* _Try it_:
Excluding images, repeat the data exactly as given.
== Extracted information ==
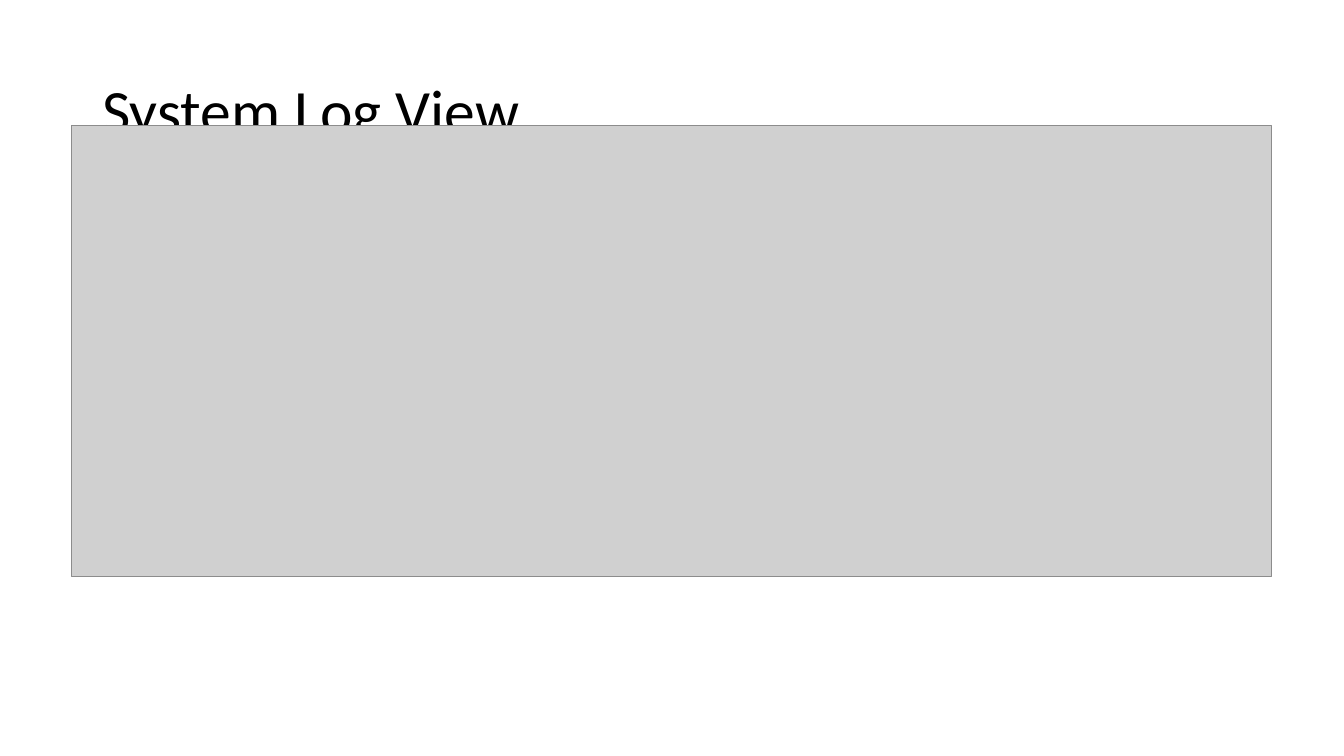
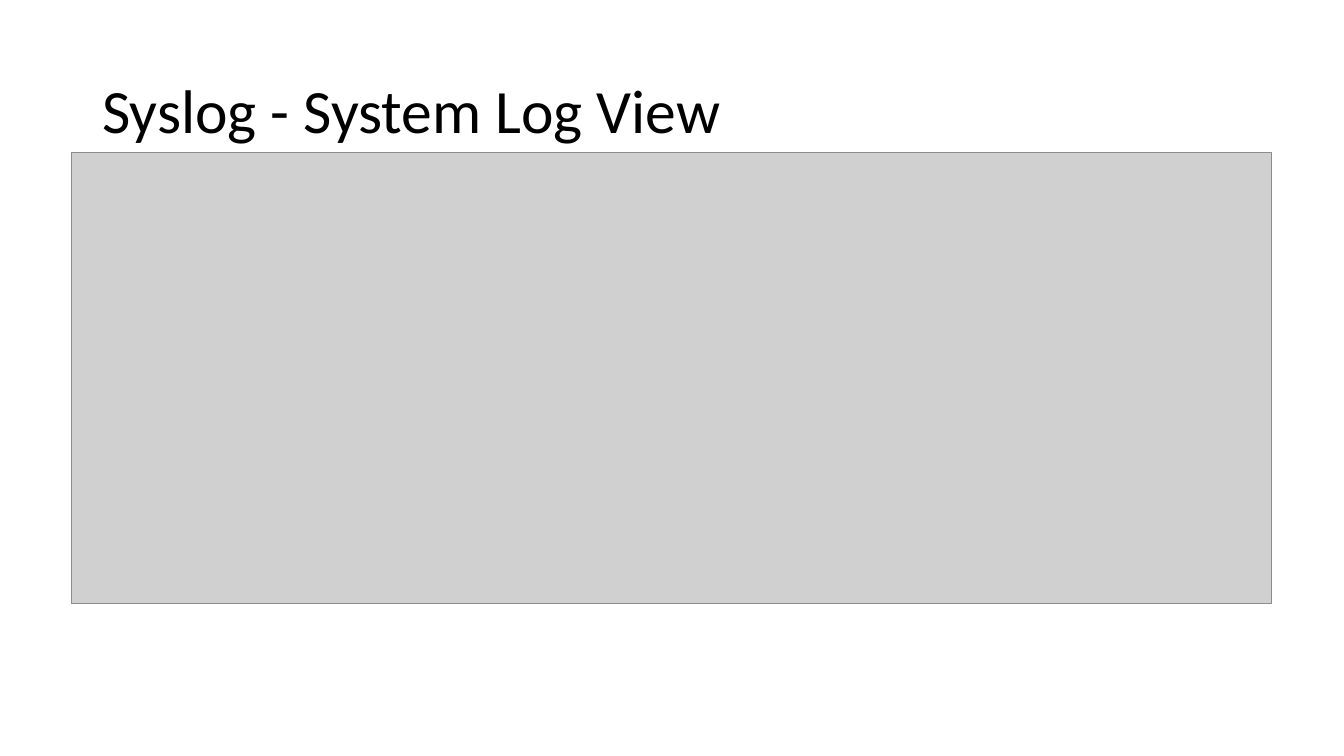
Before and after one commit to LabVIEW-DCAF/Documentation, a slide deck: slide 5 of Trunk/Getting Started Material/DCAF Training/8 Debugging DCAF.pptx (slide 3 before the commit). Drawn at 1344x756 pixels with LibreOffice and Linux fonts; fonts in the diff are those of the drawing; grey boxes stand for pictures. Boxes give left, top, right and bottom in pixels: in the first picture for what was removed or moved away, otherwise in the second. Text is boxed around its words. In the diff, an @@ line names an element or a change of style, - is before the commit and + after.

```diff
--- a/Trunk/Getting Started Material/DCAF Training/8 Debugging DCAF.pptx
+++ b/Trunk/Getting Started Material/DCAF Training/8 Debugging DCAF.pptx
@@ title at [102,90,720,144]: text changed @@
-System Log View
+Syslog - System Log View
@@ picture: place and size @@
-picture at [72,126,1272,577]
+picture at [72,152,1272,603]
```
Also in this commit, not shown: 1 other slide changed, 3 slides added, 2 other files.
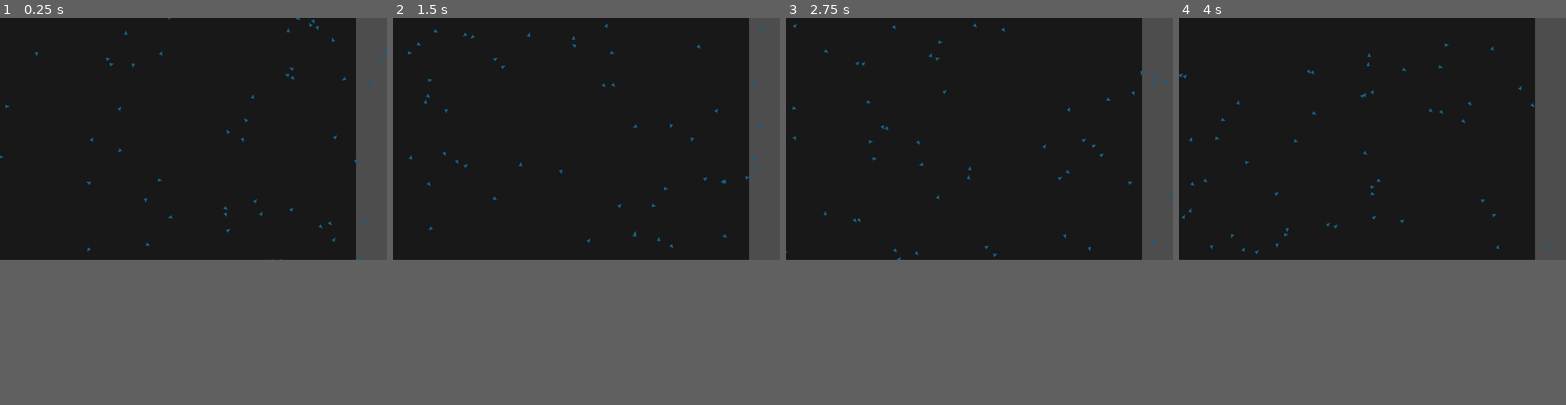
Above: before the commit, frames 1-4 (left to right).
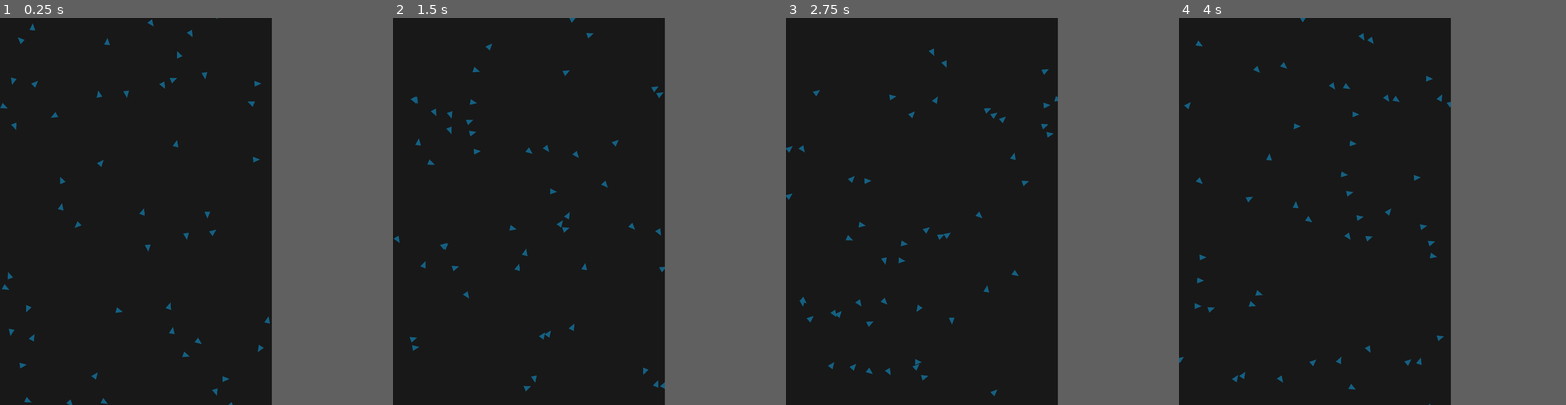
Above: after the commit, the same moments.

Repository: scfitze/Godot_Boids
Game: Godot game, scene res://scenes/main.tscn
The game is run twice, just before and just after one commit, with the same random seed, the same clock (stepped at 60 frames per second) and the same inputs. Before the commit the project has no main scene; this scene is started directly in both runs.
Inputs:
- Up to frame 1 (0.25 s): no input
- Up to frame 2 (1.5 s): no input
- Up to frame 3 (2.75 s): no input
- Up to frame 4 (4 s): no input
In our replay, the window is 800x500 before the commit and 562x800 after it. These sizes can differ from the game's own. Grey fills any space a smaller window leaves; there, only what the larger window draws over its background counts as a difference.

The runs differ from the first frame. In frame 1, 6.0% of the frame differs, in the area x 0-100%, y 0-100%; in frame 2, 6.0%; in frame 3, 6.0%; in frame 4, 6.0%.

Commit message:
Resize window to mobile aspect ratio

Diff:
--- a/project.godot
+++ b/project.godot
@@ -11,13 +11,13 @@
 [application]
 
 config/name="Boids"
-run/main_scene="res://main.tscn"
+run/main_scene="res://scenes/main.tscn"
 config/features=PackedStringArray("4.2", "Forward Plus")
 
 [display]
 
-window/size/viewport_width=2560
-window/size/viewport_height=1600
+window/size/viewport_width=1125
+window/size/viewport_height=2436
 
 [dotnet]
 
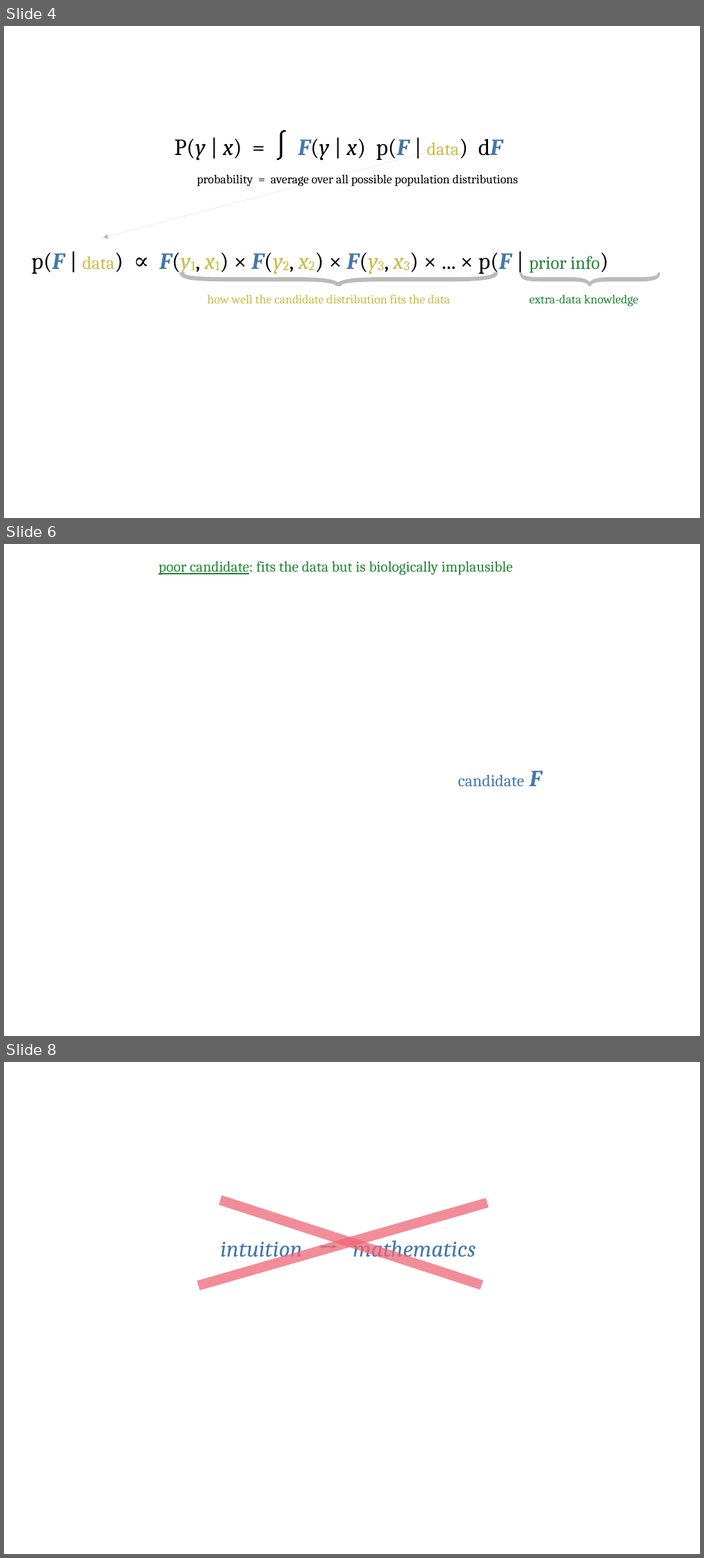
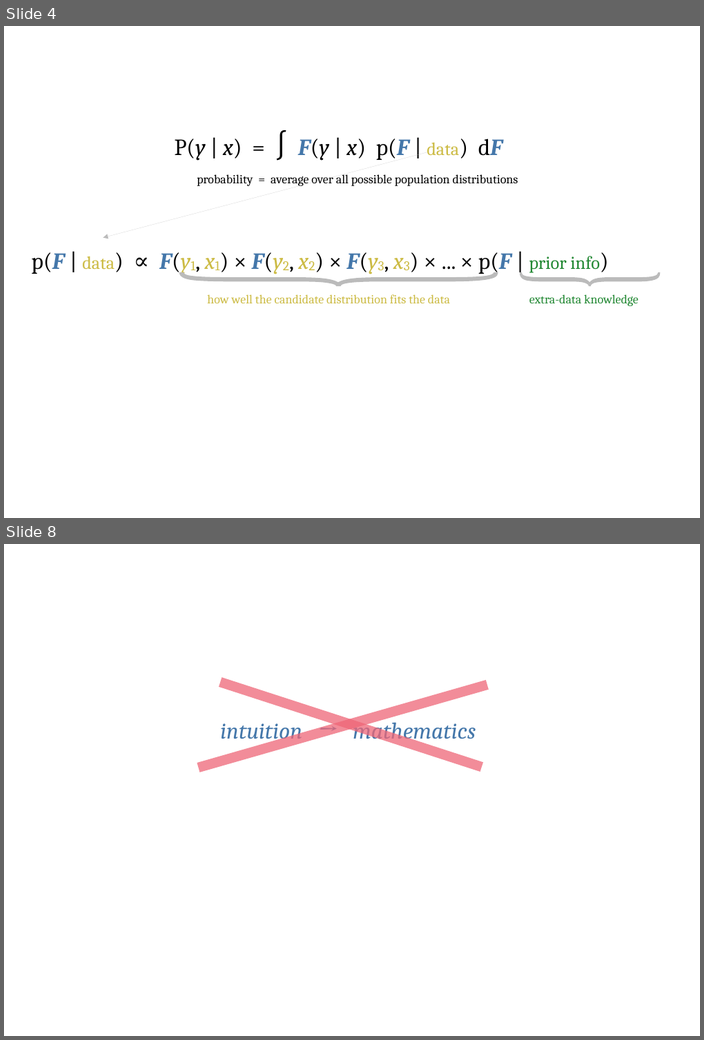
Before and after one commit to pglpm/ADBayes, a slide deck: luca-ADBayes_MMIV_talk/luca-ADBayes_MMIV_talk220113.odp. Shown one above the other, each under a label of ours: slides 4, 6 and 8 before the commit, slides 4 and 8 after it; the slides between them are not shown. The pictures are 704x1558 and 704x1040 pixels, drawn with LibreOffice and Linux fonts; fonts in the diff are those of the drawing; background and template pictures are left out. Boxes give left, top, right and bottom in pixels: in the first picture for what was removed or moved away, otherwise in the second. Text is boxed around its words. In the diff, an @@ line names an element or a change of style, - is before the commit and + after.

```diff
--- a/luca-ADBayes_MMIV_talk/luca-ADBayes_MMIV_talk220113.odp
+++ b/luca-ADBayes_MMIV_talk/luca-ADBayes_MMIV_talk220113.odp
@@ slide 6 removed at box(4, 544, 700, 1036), background picture (left out) @@
@@ text removed at box(159, 561, 513, 575) @@
-poor candidate: fits the data but is biologically implausible
@@ text removed at box(458, 770, 542, 786) @@
-candidate F
```
Also in this commit, not shown: 1 slide changed, 11 slides added, 1 other slide removed, 2 other files.
===
* _Solution to this problem_:
Before and after one commit to LabVIEW-DCAF/Documentation, a slide deck: slide 5 of Trunk/Getting Started Material/DCAF Training/8 Debugging DCAF.pptx (slide 3 before the commit). Drawn at 1344x756 pixels with LibreOffice and Linux fonts; fonts in the diff are those of the drawing; grey boxes stand for pictures. Boxes give left, top, right and bottom in pixels: in the first picture for what was removed or moved away, otherwise in the second. Text is boxed around its words. In the diff, an @@ line names an element or a change of style, - is before the commit and + after.

```diff
--- a/Trunk/Getting Started Material/DCAF Training/8 Debugging DCAF.pptx
+++ b/Trunk/Getting Started Material/DCAF Training/8 Debugging DCAF.pptx
@@ title at [102,90,720,144]: text changed @@
-System Log View
+Syslog - System Log View
@@ picture: place and size @@
-picture at [72,126,1272,577]
+picture at [72,152,1272,603]
```
Also in this commit, not shown: 1 other slide changed, 3 slides added, 2 other files.
Above: before the commit, frames 1-4 (left to right).
Above: after the commit, the same moments.

Repository: scfitze/Godot_Boids
Game: Godot game, scene res://scenes/main.tscn
The game is run twice, just before and just after one commit, with the same random seed, the same clock (stepped at 60 frames per second) and the same inputs. Before the commit the project has no main scene; this scene is started directly in both runs.
Inputs:
- Up to frame 1 (0.25 s): no input
- Up to frame 2 (1.5 s): no input
- Up to frame 3 (2.75 s): no input
- Up to frame 4 (4 s): no input
In our replay, the window is 800x500 before the commit and 562x800 after it. These sizes can differ from the game's own. Grey fills any space a smaller window leaves; there, only what the larger window draws over its background counts as a difference.

The runs differ from the first frame. In frame 1, 6.0% of the frame differs, in the area x 0-100%, y 0-100%; in frame 2, 6.0%; in frame 3, 6.0%; in frame 4, 6.0%.

Commit message:
Resize window to mobile aspect ratio

Diff:
--- a/project.godot
+++ b/project.godot
@@ -11,13 +11,13 @@
 [application]
 
 config/name="Boids"
-run/main_scene="res://main.tscn"
+run/main_scene="res://scenes/main.tscn"
 config/features=PackedStringArray("4.2", "Forward Plus")
 
 [display]
 
-window/size/viewport_width=2560
-window/size/viewport_height=1600
+window/size/viewport_width=1125
+window/size/viewport_height=2436
 
 [dotnet]
 
Before and after one commit to pglpm/ADBayes, a slide deck: luca-ADBayes_MMIV_talk/luca-ADBayes_MMIV_talk220113.odp. Shown one above the other, each under a label of ours: slides 4, 6 and 8 before the commit, slides 4 and 8 after it; the slides between them are not shown. The pictures are 704x1558 and 704x1040 pixels, drawn with LibreOffice and Linux fonts; fonts in the diff are those of the drawing; background and template pictures are left out. Boxes give left, top, right and bottom in pixels: in the first picture for what was removed or moved away, otherwise in the second. Text is boxed around its words. In the diff, an @@ line names an element or a change of style, - is before the commit and + after.

```diff
--- a/luca-ADBayes_MMIV_talk/luca-ADBayes_MMIV_talk220113.odp
+++ b/luca-ADBayes_MMIV_talk/luca-ADBayes_MMIV_talk220113.odp
@@ slide 6 removed at box(4, 544, 700, 1036), background picture (left out) @@
@@ text removed at box(159, 561, 513, 575) @@
-poor candidate: fits the data but is biologically implausible
@@ text removed at box(458, 770, 542, 786) @@
-candidate F
```
Also in this commit, not shown: 1 slide changed, 11 slides added, 1 other slide removed, 2 other files.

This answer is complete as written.